- _ACTION ITEM_:
Within the material below, locate the line with "mount_clearance_diameter = 4.8" and the line with "of a closed", then return those two lines and all lines between them, exactly as written.

——

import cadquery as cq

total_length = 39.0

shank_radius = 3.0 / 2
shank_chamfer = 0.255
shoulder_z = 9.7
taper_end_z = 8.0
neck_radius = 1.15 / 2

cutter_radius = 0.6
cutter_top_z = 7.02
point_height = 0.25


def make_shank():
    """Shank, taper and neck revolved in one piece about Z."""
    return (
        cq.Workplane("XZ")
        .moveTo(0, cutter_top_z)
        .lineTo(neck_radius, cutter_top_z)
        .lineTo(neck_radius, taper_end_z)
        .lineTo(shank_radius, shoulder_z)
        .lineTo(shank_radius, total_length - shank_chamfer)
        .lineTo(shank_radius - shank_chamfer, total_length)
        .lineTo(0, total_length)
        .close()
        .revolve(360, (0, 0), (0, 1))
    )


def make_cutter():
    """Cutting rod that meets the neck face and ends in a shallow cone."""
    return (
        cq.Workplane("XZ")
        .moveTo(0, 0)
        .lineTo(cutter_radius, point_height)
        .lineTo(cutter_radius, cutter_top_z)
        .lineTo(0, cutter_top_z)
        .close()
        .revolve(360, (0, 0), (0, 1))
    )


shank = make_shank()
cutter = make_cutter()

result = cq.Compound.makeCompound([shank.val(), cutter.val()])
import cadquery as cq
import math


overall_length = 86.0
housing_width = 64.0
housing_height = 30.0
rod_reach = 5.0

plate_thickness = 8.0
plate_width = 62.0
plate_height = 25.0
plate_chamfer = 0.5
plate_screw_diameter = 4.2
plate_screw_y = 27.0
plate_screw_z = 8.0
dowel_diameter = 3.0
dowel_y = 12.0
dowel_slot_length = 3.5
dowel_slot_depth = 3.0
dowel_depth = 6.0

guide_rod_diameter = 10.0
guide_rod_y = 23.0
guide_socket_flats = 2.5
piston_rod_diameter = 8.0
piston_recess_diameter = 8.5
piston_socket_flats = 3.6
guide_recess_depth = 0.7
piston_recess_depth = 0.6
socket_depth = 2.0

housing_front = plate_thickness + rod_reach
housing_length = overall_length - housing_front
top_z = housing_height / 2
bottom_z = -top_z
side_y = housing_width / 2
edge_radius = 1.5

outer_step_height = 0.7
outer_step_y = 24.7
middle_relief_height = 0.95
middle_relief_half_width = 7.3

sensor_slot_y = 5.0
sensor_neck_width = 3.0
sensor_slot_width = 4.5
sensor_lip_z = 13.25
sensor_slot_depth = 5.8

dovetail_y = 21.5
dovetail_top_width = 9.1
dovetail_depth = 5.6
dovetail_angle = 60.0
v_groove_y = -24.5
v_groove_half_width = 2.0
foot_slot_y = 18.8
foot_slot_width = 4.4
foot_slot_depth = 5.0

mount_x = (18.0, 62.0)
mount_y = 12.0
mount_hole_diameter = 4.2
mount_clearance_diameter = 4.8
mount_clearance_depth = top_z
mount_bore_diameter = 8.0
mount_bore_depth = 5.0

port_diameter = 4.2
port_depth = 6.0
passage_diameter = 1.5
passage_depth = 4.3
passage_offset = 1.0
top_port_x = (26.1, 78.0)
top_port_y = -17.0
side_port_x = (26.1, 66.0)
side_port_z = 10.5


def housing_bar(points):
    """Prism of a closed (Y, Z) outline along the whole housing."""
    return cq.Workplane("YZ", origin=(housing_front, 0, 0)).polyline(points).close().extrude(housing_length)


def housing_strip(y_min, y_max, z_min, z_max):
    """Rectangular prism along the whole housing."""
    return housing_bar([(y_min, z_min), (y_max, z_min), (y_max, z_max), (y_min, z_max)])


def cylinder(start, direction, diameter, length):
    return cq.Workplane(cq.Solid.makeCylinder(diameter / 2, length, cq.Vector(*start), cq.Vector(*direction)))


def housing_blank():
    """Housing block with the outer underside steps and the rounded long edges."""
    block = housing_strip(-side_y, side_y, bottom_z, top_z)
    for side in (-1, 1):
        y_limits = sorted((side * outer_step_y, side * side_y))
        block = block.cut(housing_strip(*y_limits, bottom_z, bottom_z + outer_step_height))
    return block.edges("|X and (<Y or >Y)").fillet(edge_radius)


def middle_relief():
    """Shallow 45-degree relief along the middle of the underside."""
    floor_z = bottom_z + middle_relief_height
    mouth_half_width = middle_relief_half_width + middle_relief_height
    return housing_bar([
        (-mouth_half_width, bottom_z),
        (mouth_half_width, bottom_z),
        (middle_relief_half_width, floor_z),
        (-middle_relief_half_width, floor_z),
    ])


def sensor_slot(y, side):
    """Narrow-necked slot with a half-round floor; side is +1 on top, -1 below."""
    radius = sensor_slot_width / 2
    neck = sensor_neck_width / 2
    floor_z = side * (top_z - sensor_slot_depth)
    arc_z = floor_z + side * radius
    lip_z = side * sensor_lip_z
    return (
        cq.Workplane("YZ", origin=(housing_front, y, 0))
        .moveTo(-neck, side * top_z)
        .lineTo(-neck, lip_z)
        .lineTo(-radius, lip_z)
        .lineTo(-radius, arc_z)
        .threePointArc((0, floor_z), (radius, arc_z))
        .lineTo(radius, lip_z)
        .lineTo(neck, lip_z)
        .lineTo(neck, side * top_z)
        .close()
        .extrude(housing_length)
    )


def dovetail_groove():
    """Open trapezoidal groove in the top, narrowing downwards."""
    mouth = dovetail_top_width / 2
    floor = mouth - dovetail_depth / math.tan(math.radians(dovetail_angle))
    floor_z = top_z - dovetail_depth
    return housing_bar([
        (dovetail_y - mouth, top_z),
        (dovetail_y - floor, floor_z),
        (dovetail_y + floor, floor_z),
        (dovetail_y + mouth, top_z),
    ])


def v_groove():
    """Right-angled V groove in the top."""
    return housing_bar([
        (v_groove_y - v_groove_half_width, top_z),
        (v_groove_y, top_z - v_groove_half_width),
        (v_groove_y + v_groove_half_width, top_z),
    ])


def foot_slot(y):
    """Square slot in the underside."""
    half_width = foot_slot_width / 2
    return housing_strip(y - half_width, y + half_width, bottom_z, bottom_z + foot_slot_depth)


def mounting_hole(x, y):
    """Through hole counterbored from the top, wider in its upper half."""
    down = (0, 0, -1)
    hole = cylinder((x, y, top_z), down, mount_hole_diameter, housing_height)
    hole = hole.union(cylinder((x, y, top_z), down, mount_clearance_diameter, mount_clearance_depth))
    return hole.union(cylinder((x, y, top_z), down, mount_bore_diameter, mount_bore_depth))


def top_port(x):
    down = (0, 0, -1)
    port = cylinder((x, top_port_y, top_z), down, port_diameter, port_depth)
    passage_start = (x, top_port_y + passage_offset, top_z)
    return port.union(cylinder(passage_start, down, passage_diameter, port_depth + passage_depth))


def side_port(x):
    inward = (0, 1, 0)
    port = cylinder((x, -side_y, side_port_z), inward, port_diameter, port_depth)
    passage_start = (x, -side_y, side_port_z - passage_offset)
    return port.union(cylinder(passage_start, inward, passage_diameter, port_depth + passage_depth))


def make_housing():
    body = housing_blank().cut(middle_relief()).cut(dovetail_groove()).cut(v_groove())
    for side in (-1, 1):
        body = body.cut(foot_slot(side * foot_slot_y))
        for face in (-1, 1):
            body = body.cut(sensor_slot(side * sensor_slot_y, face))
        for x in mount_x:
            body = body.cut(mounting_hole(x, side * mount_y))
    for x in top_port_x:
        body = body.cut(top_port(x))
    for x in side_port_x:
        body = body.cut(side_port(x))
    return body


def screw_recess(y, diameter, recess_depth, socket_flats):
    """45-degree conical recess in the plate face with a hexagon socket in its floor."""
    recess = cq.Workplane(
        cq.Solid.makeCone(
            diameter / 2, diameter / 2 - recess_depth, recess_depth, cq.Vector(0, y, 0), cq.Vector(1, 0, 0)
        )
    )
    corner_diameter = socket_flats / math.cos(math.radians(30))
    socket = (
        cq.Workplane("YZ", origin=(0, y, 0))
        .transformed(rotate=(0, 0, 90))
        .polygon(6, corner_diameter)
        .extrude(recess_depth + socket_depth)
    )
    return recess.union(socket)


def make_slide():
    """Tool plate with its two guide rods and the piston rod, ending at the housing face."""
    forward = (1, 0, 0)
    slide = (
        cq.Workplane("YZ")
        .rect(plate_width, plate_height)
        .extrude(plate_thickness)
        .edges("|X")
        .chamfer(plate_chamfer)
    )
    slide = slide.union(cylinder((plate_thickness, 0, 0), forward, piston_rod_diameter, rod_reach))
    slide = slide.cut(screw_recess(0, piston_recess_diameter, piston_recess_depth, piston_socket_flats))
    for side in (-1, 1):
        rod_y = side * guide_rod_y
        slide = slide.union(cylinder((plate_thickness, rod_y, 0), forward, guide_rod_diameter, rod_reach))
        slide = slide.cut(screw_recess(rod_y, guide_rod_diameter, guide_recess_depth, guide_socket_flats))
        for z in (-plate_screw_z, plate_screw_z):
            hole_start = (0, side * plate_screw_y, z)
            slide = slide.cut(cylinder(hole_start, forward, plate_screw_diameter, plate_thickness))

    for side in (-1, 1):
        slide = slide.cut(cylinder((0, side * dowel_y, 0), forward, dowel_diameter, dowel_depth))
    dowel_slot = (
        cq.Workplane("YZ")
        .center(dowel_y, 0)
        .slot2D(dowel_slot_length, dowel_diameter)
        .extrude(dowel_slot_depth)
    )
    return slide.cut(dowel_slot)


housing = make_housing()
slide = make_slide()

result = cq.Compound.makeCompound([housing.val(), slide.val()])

——

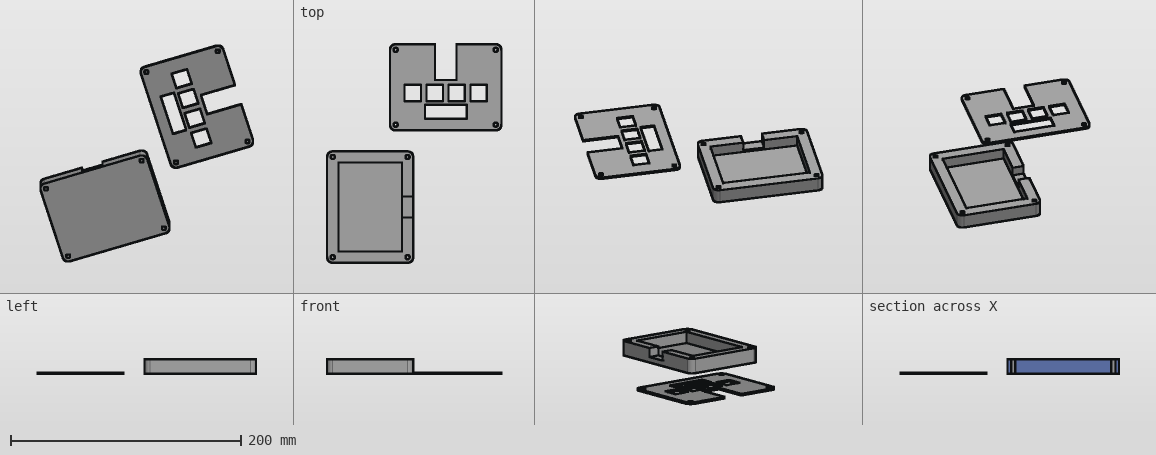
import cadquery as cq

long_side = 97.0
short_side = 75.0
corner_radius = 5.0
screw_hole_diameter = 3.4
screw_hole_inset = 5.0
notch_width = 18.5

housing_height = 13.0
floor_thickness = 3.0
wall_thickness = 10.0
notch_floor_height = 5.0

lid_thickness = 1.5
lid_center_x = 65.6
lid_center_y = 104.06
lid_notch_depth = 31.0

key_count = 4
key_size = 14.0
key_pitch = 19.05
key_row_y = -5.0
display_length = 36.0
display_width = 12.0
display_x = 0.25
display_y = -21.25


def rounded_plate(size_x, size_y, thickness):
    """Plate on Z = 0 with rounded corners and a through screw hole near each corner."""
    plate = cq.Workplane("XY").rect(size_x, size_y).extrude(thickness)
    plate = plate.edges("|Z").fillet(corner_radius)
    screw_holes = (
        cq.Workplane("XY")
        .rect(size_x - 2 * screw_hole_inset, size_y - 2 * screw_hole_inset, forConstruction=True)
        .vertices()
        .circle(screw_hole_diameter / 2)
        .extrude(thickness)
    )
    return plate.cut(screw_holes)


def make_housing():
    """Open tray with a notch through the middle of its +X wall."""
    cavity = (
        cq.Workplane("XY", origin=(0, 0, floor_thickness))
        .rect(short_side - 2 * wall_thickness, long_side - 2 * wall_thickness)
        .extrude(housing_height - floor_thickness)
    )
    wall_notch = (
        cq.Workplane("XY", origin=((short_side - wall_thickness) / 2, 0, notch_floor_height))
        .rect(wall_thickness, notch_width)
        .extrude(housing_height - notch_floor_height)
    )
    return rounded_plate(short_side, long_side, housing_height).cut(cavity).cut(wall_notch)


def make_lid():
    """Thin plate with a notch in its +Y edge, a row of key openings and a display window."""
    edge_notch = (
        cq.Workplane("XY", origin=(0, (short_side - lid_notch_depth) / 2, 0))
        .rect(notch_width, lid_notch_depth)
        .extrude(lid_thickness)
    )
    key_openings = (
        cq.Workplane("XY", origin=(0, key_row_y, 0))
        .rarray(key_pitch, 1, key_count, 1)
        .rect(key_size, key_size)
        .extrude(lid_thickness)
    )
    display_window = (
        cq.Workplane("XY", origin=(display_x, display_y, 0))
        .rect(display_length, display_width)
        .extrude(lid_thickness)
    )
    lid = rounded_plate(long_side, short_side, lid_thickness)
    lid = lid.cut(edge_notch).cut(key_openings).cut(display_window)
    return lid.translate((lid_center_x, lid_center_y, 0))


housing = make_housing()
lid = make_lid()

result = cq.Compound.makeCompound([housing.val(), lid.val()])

——

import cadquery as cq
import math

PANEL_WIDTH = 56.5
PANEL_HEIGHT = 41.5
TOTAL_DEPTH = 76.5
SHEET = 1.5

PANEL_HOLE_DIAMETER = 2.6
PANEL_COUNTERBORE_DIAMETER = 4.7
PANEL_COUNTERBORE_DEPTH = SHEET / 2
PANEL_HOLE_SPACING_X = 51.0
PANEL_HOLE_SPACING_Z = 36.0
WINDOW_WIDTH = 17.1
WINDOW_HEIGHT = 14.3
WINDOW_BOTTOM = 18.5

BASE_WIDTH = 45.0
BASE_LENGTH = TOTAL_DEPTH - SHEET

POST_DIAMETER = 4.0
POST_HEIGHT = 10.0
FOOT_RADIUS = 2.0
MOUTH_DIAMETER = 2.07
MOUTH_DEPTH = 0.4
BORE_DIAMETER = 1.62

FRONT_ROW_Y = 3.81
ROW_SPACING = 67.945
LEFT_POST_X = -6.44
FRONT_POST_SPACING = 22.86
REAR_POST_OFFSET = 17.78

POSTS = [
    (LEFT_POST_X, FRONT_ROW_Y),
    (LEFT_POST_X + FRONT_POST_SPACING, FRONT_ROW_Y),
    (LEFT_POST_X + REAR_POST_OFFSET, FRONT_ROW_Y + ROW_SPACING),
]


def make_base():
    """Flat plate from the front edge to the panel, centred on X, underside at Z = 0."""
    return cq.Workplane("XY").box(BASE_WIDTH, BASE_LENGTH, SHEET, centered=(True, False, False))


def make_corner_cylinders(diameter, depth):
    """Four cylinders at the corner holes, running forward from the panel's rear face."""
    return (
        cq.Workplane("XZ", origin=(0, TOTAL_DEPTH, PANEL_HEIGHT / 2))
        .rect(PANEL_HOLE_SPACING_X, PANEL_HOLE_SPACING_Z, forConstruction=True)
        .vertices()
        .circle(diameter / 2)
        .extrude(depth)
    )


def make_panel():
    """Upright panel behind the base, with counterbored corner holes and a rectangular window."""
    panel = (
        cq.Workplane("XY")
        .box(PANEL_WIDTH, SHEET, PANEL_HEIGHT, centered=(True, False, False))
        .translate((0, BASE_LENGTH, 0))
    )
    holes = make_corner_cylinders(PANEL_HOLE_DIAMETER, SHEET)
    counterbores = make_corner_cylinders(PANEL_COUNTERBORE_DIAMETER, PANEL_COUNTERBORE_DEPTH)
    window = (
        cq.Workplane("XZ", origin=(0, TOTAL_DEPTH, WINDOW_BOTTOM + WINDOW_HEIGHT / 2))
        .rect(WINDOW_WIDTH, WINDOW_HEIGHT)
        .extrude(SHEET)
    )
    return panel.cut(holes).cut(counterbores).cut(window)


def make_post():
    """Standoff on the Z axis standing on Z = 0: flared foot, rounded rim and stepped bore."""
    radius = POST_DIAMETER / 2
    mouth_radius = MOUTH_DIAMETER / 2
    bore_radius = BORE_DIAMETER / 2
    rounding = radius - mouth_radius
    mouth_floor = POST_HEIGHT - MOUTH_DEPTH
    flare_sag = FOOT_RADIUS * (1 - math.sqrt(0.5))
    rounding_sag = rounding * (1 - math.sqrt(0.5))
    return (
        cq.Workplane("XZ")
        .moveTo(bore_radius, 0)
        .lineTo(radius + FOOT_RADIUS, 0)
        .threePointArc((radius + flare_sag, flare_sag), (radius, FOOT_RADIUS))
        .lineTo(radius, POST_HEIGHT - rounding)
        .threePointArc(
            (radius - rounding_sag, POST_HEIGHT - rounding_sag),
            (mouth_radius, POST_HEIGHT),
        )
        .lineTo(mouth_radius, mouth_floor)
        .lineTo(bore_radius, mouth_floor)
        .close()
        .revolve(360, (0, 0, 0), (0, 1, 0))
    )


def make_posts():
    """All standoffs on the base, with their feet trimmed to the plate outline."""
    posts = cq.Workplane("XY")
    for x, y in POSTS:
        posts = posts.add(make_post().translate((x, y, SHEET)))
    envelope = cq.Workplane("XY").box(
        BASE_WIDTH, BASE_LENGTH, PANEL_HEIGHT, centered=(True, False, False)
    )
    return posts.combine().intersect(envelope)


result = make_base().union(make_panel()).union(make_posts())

——

- _ANSWER TO THIS TASK_:
mount_clearance_diameter = 4.8
mount_clearance_depth = top_z
mount_bore_diameter = 8.0
mount_bore_depth = 5.0

port_diameter = 4.2
port_depth = 6.0
passage_diameter = 1.5
passage_depth = 4.3
passage_offset = 1.0
top_port_x = (26.1, 78.0)
top_port_y = -17.0
side_port_x = (26.1, 66.0)
side_port_z = 10.5


def housing_bar(points):
    """Prism of a closed (Y, Z) outline along the whole housing."""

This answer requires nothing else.